The tool is named Error Statistics PRomoted Evaluator of Splice Site Options, or ESPRESSO, and enables the accurate discovery and quantification of RNA isoforms using long-read sequencing data. It does this by analyzing the alignment of all long RNA sequencing reads of a given gene to a corresponding reference genome in order to identify potential splice junction sites and areas of “perfect alignment” around these sites. By annotating “high-confidence” splice junctions, analyzing the error profiles of individual long reads, and borrowing information across all long reads for the given gene, ESPRESSO is able to identify splice junctions and RNA isoforms with high reliability, as well as discover novel isoforms not previously documented in existing databases.

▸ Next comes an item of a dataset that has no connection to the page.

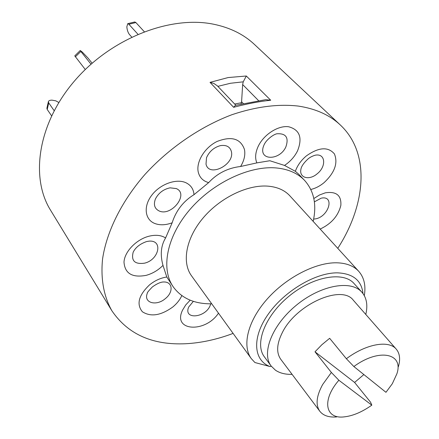 <?xml version="1.0" encoding="UTF-8"?>
<svg xmlns="http://www.w3.org/2000/svg" width="439" height="439" viewBox="0 0 439 439"><rect width="100%" height="100%" fill="white"/><g stroke="black" fill="none" stroke-linecap="round" stroke-linejoin="round"><path stroke-width="0.66" d="M353.861 366.538L385.963 392.312L392.318 383.724L396.856 373.874C404.012 353.34 379.236 347.864 353.861 366.538L346.371 358.729C366.164 343.83 388.844 339.896 396.269 349.159C399.825 353.428 400.533 359.283 398.382 366.724M336.592 416.94C328.877 417.522 323.291 415.634 319.833 411.283C315.432 404.988 316.371 396.071 322.649 384.542L331.374 372.464L338.859 380.251L371.817 405.153L370.582 402.239L354.597 382.44L363.865 374.571M396.269 349.159L353.379 300.303C341.849 284.132 296.144 304.194 282.365 332.51C276.691 343.814 276.164 352.747 280.779 359.311L319.833 411.283M338.859 380.251C321.584 400.088 325.228 419.135 343.907 416.907C352.687 416.007 361.988 412.089 371.817 405.153M346.371 358.729L329.656 338.31L321.886 344.714L314.999 351.798L354.597 382.44M314.999 351.798L331.374 372.464M365.791 314.445C367.953 305.22 366.669 297.834 361.945 292.275L360.995 291.293C349.515 279.775 319.493 285.805 295.798 305.676C271.977 325.398 261.276 353.263 271.17 366.055L275.445 370.192C279.819 373.15 285.366 374.538 292.083 374.352M361.945 292.275L353.346 282.749C341.805 271.148 311.926 276.96 288.472 296.638C264.887 316.173 254.422 343.951 264.377 356.83L271.17 366.055M313.166 221.377C316.892 204.695 314.028 191.031 304.578 180.391C297.829 173.312 288.494 169.174 276.57 167.978C249.571 165.382 212.635 182.794 189.604 209.908C166.485 237.005 160.685 269.096 173.367 287.029C181.85 298.454 194.636 304.051 211.719 303.815L211.735 303.815M310.807 189.461C315.35 188.419 319.724 186.185 323.933 182.767C334.694 172.73 338.184 163.105 334.403 153.897C328.076 146.516 318.747 147.175 306.406 155.872C301.061 160.372 297.379 165.519 295.354 171.309L298.778 174.272L304.578 180.391M295.354 171.309L284.527 165.432C290.261 161.607 294.602 156.739 297.554 150.835C302.701 137.725 299.7 129.692 288.555 126.734C277.991 125.296 263.438 134.773 258.05 146.686C255.322 152.838 254.916 158.238 256.842 162.885L269.848 160.734L284.527 165.432M362.993 293.565C361.549 280.444 353.044 273.541 337.476 272.849C315.718 272.526 284.494 290.964 268.24 314.187C251.805 337.393 253.369 360.035 269.7 366.461L254.927 362.537L251.3 358.619C241.862 345.806 247.7 321.189 266.83 299.453C285.888 277.7 315.46 262.396 336.592 262.796C346.333 263.038 353.713 265.875 358.729 271.307C364.129 277.497 365.989 285.608 364.31 295.634M358.729 271.307L289.877 195.849C284.653 190.18 277.322 186.943 267.894 186.141C247.453 184.517 219.988 197.83 202.983 218.128C185.911 238.404 181.686 262.418 191.508 275.802L251.3 358.619M337.772 248.342C366 204.667 370.511 153.222 340.362 125.027C329.76 115.045 315.751 108.729 298.333 106.079C278.128 103.78 256.025 106.644 232.022 114.672C200.343 126.613 169.015 148.064 144.843 174.568C121.455 201.506 106.666 231.666 102.589 258.812C100.509 278.836 103.851 296.523 111.863 310.741C127.925 334.32 152.591 345.317 185.867 343.726C201.32 342.892 217.069 339.457 233.104 333.41M340.362 125.027L254.472 44.46C243.716 34.352 230.058 27.602 213.497 24.2C170.052 15.272 110.688 38.451 74.323 81.177C37.814 123.847 30.17 177.592 50.551 210.199L111.863 310.741M235.853 105.267L217.343 85.819L213.853 83.443L210.034 82.367L228.132 77.56L246.317 76.002L243.233 81.835L230.497 83.262L217.859 86.357M235.408 105.371L233.619 107.303L210.034 82.367M246.317 76.002L270.709 100.24L265.732 99.658L235.408 105.376M270.709 100.24C259.345 101.436 246.981 103.791 233.619 107.303M258.582 100.652L242.657 84.551L243.233 81.835M234.667 104.021L241.434 102.742L241.027 104.038M241.434 102.742L241.593 101.777L243.283 103.533M242.657 84.551L241.593 101.777M162.995 265.386C160.054 254.79 160.921 245.648 165.585 237.96C161.343 235.222 155.927 234.613 149.342 236.127C136.567 239.167 124.517 251.574 123.996 262.127C124.863 273.513 132.249 277.925 146.154 275.357C152.536 273.579 158.144 270.259 162.995 265.386L166.798 277.014C160.701 277.914 154.934 280.543 149.501 284.906C138.631 295.293 136.26 304.243 142.39 311.767C150.791 317.161 160.943 315.553 172.851 306.954C176.944 303.552 179.935 299.766 181.823 295.606M172.148 222.803C175.935 210.78 183.414 201.122 193.994 194.691C193.583 189.187 190.943 185.225 186.065 182.805C176.544 178.212 160.213 184.007 151.779 195.201C143.196 206.335 144.821 219.582 154.709 223.451C159.845 225.416 165.657 225.196 172.148 222.803L165.585 237.96M208.695 182.597C217.195 173.312 228.115 167.912 240.599 166.491C244.177 160.592 245.472 154.956 244.485 149.578C240.643 138.543 231.49 135.843 217.025 141.495C204.371 147.658 195.607 162.518 198.395 172.659C199.888 177.866 203.317 181.175 208.695 182.597L193.994 194.691M269.7 366.461L271.384 366.34M256.842 162.885L240.599 166.491M173.367 287.029L166.798 277.014M51.577 115.797L47.22 109.476L46.88 108.263L48.372 101.683L48.718 102.891L47.22 109.476M54.151 110.683L48.718 102.891M58.81 102.49L55.835 100.849L52.005 100.147C49.87 100.152 48.663 100.663 48.372 101.683M85.276 69.516L74.773 55.879L80.244 50.496L80.842 51.445L75.349 56.845M91.01 64.187L80.842 51.445M92.119 63.205L87.954 58.003L82.285 52.065L80.244 50.496M137.906 34.231L128.874 24.255L127.749 23.657L126.827 26.845C127.129 30.05 127.99 32.59 129.406 34.461L131.711 37.041M144.255 31.663L135.887 22.554L128.874 24.255M127.749 23.657L134.746 21.961L135.887 22.554M152.399 286.93C148.596 290.832 146.895 292.956 147.295 293.301C143.284 302.894 156.372 306.51 165.366 298.597C173.52 292.27 172.84 281.893 164.021 281.975C161.069 281.854 157.222 283.484 152.481 286.859M313.644 219.138L316.107 218.77C328.553 216.092 334.606 196.442 322.275 197.973L321.573 198.099M307.849 159.099C303.728 162.968 301.412 166.343 300.918 169.224C298.997 177.954 309.237 180.698 317.128 173.833C326.578 166.573 325.562 153.2 315.411 155.17C312.332 156.054 309.835 157.338 307.926 159.039M263.888 145.238L263.18 147.169C259.197 161.014 280.055 160.416 285.904 146.807C288.966 137.681 286.069 133.33 277.212 133.758C274.315 133.857 266.297 139.415 264.048 144.897M206.017 164.109C208.854 177.795 234.942 164.63 231.358 151.45C229.965 146.681 226.299 144.744 220.373 145.627C213.952 147.405 209.332 151.422 206.517 157.667L206.017 164.109M159.077 210.934C171.451 216.871 189.302 193.884 176.286 188.578L170.096 187.832C163.489 189.225 158.605 192.924 155.439 198.922C153.337 204.634 154.55 208.64 159.077 210.934M146.582 241.565C140.046 243.864 135.591 247.382 133.204 252.123C130.992 260.777 134.729 264.47 144.415 263.191C158.792 260.064 163.418 240.095 149.227 241.126L146.933 241.477M188.534 307.421L188.32 307.953C184.309 319.779 204.991 317.671 209.99 305.967L210.769 303.832M320.174 229.054C331.357 223.786 338.249 215.889 340.856 205.364C341.471 195.333 336.269 191.157 325.261 192.842L319.482 194.998L313.83 198.538M190.175 300.183L185.713 304.973L182.569 310.121C172.126 331.264 205.304 333.239 218.485 313.161M188.743 306.965L193.352 301.335M321.09 198.219L314.379 201.858"/></g></svg>

The researchers tested ESPRESSO’s performance using both simulated data and data from real biological samples. When compared with other computational tools used to analyze long-read RNA sequencing data, ESPRESSO exhibited the highest precision and sensitivity for transcript isoform discovery, as well as the highest accuracy in transcript isoform quantification. Additionally, the team used ESPRESSO to generate and analyze more than 1 billion long RNA sequencing reads, which cover 30 human tissue types and three human cell lines, providing a valuable resource for studying human transcriptome variation at higher resolution than short-read sequencing. This study was published in Science Advances.
“ESPRESSO addresses a long-standing problem of long-read RNA sequencing and could usher in new opportunities of discovery,” said senior author Yi Xing. “We envision that ESPRESSO will be a useful tool for researchers to explore the RNA repertoire of cells in various biomedical and clinical settings.”
The data from long-read RNA sequences could potentially be used to improve diagnoses of rare genetic diseases, as well as discover new potential therapeutic targets for diseases such as cancer.
“We are probably at an inflection point in how we discover and analyze RNA molecules,” said Xing. “The transition from short-read to long-read RNA sequencing represents an exciting technological transformation, and computational tools that reliably interpret long-read RNA sequencing data are urgently needed.”